> **Dataset excerpts**:
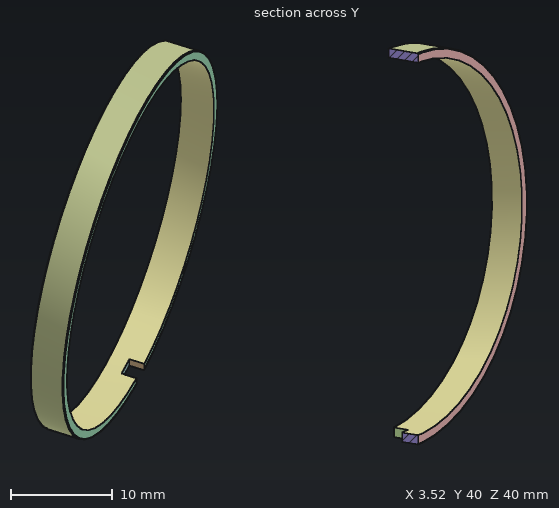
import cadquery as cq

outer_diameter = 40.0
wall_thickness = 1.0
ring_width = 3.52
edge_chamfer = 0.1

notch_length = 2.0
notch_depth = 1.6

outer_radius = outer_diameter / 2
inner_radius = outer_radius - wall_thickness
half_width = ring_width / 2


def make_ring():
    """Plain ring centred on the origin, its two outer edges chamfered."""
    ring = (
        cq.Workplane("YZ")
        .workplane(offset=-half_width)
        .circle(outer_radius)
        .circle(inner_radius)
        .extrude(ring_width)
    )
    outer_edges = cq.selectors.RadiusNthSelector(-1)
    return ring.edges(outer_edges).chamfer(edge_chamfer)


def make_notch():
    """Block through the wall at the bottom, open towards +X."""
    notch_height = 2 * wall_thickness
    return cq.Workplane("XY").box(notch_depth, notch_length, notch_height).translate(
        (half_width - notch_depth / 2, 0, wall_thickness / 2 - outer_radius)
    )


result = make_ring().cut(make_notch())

==

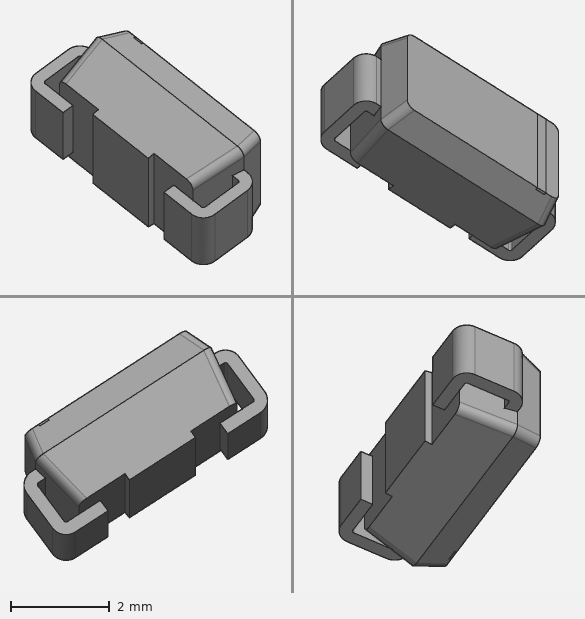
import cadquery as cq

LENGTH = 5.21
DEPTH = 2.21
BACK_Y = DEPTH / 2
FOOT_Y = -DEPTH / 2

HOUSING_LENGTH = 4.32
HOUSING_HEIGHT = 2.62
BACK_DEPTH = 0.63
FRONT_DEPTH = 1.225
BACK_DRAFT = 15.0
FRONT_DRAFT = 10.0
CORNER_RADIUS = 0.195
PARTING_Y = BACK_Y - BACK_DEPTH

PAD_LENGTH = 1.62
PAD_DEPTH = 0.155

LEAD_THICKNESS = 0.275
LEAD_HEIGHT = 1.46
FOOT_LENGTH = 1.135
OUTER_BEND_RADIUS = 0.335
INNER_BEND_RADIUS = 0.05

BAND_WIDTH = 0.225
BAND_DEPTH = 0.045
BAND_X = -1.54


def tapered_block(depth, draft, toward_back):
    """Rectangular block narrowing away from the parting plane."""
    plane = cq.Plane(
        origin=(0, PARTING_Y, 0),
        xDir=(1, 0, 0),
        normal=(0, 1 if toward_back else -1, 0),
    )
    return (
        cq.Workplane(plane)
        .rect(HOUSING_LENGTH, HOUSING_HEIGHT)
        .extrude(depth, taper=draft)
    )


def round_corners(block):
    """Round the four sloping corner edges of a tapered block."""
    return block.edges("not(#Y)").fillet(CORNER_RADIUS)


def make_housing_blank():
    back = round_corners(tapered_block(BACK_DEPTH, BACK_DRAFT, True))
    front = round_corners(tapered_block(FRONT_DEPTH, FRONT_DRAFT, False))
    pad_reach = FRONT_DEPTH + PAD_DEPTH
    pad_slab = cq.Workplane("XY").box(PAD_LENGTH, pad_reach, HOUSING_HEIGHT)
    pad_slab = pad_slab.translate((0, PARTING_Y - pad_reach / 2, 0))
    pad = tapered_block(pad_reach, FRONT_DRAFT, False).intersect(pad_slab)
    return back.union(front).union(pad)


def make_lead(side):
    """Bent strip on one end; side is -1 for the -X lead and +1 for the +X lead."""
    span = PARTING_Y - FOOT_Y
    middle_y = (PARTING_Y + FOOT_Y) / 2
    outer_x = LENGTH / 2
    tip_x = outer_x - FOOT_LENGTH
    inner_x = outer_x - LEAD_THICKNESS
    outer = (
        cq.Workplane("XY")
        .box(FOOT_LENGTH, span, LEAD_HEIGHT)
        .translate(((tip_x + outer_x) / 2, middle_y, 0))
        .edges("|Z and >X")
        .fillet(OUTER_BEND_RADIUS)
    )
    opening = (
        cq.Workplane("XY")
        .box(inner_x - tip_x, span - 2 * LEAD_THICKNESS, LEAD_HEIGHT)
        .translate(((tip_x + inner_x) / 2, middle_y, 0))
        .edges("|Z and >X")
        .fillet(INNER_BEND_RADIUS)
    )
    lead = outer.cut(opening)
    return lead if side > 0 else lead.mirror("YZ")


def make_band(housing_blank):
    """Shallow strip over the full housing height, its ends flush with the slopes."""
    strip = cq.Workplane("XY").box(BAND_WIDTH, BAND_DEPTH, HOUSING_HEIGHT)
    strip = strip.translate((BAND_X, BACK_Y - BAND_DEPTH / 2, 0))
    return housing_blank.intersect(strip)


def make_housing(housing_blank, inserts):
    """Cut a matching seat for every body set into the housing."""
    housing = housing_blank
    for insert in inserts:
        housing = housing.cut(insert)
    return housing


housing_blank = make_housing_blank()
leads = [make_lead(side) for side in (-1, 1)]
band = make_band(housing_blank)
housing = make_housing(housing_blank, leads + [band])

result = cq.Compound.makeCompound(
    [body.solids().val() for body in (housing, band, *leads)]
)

* * *

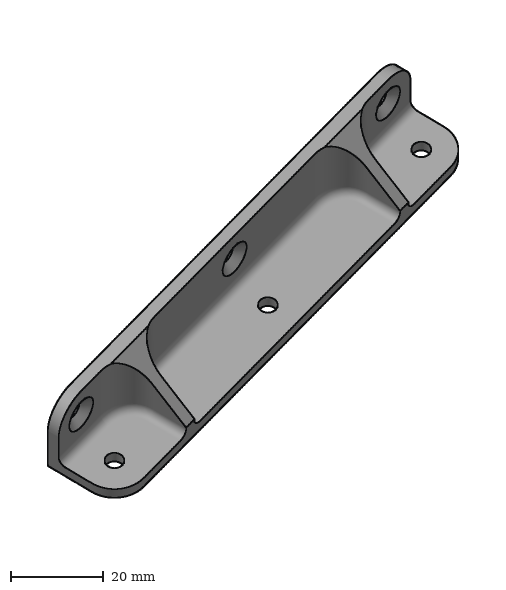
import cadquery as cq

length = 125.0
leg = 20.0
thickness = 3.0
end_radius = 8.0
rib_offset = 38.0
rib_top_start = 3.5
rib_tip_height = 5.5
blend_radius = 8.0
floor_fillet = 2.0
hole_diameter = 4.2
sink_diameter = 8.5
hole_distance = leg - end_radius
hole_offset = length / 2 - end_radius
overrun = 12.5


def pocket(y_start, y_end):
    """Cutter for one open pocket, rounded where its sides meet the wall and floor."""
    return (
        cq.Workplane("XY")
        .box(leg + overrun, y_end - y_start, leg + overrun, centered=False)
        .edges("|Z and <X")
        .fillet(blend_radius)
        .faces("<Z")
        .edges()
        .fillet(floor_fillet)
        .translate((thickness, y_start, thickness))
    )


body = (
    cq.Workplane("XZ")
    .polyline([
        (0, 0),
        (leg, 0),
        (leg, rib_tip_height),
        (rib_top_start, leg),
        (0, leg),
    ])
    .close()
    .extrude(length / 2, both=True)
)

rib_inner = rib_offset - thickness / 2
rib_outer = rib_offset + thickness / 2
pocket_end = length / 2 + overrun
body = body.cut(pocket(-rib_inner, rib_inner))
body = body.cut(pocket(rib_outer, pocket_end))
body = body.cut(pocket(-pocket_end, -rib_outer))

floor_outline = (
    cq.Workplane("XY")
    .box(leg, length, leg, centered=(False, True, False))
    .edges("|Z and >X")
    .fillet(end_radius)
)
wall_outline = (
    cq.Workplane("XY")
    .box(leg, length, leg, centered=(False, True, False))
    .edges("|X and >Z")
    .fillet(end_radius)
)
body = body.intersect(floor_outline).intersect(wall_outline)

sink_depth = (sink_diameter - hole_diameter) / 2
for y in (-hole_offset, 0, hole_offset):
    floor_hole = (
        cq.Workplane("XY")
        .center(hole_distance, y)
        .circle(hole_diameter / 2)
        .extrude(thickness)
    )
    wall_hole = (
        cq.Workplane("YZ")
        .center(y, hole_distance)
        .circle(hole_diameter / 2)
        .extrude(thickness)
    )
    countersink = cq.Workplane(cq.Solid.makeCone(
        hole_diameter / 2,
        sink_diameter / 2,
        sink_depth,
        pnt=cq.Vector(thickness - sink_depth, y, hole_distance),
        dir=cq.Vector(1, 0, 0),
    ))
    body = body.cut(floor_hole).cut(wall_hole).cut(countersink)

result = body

> **What the task asks**:
Filter the entries down to the lines that include the string "leads".

> **Finished task**:
leads = [make_lead(side) for side in (-1, 1)]
housing = make_housing(housing_blank, leads + [band])
    [body.solids().val() for body in (housing, band, *leads)]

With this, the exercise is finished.